The findings of this study provide further evidence that ARBs may offer potential benefits in the progression of PAD beyond merely lowering blood pressure. As a result, Canadian guidelines have incorporated ARBs alongside ACEIs as a first choice into the treatment algorithm for patients with both PAD and HTN [19]. However, additional research is necessary to explore this benefit more precisely, employing a larger sample size, prospective follow-up, and randomized sampling to establish causality regarding the effects of ARBs on disease progression.
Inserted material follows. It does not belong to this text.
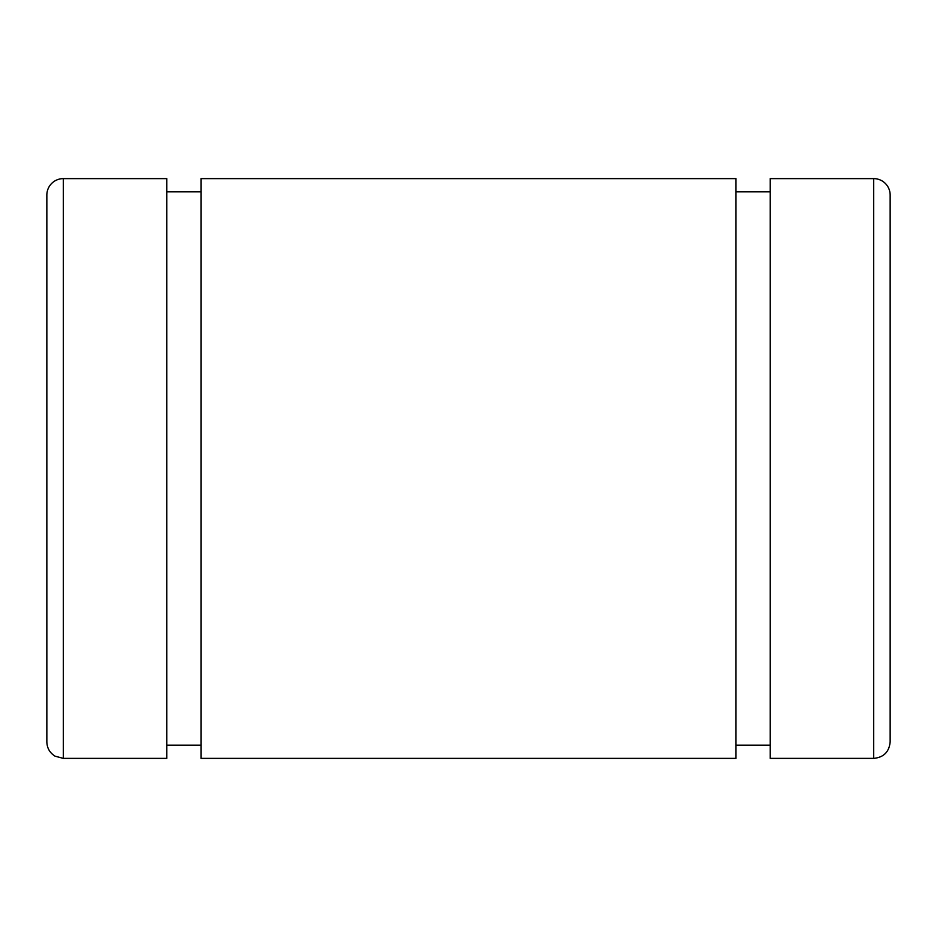 <?xml version="1.0" encoding="UTF-8"?>
<svg xmlns="http://www.w3.org/2000/svg" width="937" height="937" viewBox="0 0 937 937"><rect width="100%" height="100%" fill="white"/><g stroke="black" fill="none" stroke-linecap="round" stroke-linejoin="round"><path stroke-width="1.41" d="M46.85 488.259L46.85 195.083A16.468 16.468 0 0 1 63.318 178.616L166.763 178.616L166.763 757.916L166.763 745.208L201.01 745.208L201.01 757.916L201.01 178.616L735.978 178.616L735.978 757.916L735.978 745.208L770.237 745.208L770.237 757.916L770.237 178.616L873.682 178.616A16.468 16.468 0 0 1 890.15 195.083L890.15 488.271M166.763 191.792L201.01 191.792L166.763 191.792M735.978 191.792L770.237 191.792L735.978 191.792M890.15 195.083A16.468 16.468 0 0 0 873.682 178.616L873.682 758.384L873.682 178.616L770.237 178.616L770.237 758.384L873.682 758.384C883.685 757.412 889.178 751.919 890.15 741.917L890.15 195.083M735.978 758.384L735.978 178.616L201.01 178.616L201.01 758.384M166.763 178.616L63.318 178.616L63.318 758.384L63.318 178.616A16.468 16.468 0 0 0 46.85 195.083L46.85 741.917C47.049 748.113 49.79 752.868 55.049 756.159L63.318 758.384L166.763 758.384L166.763 178.616M201.022 758.384L735.99 758.384"/></g></svg>

Our team is currently conducting a prospective cohort study aimed at investigating the association between ARBs and various clinical outcomes related to peripheral ischemia, including claudication, ankle-brachial index, and quality of life.
Conclusion
PAD is a common condition worldwide that greatly impacts both mortality and morbidity rates. ARBs may serve as a promising protective treatment option, potentially benefiting disease progression by lowering the risk of amputation and reducing the need for revascularization procedures.
Supporting information
S1 File. Anonymized minimal dataset used for analysis in this study.
https://doi.org/10.1371/journal.pone.0330522.s001
(XLSX)
S2 File. STROBE checklist for reporting observational studies.
https://doi.org/10.1371/journal.pone.0330522.s002
(DOCX)
Acknowledgments
The authors would like to acknowledge the Deanship of Research at Jordan University of Science and Technology for approving this research (approval number: 2023/585).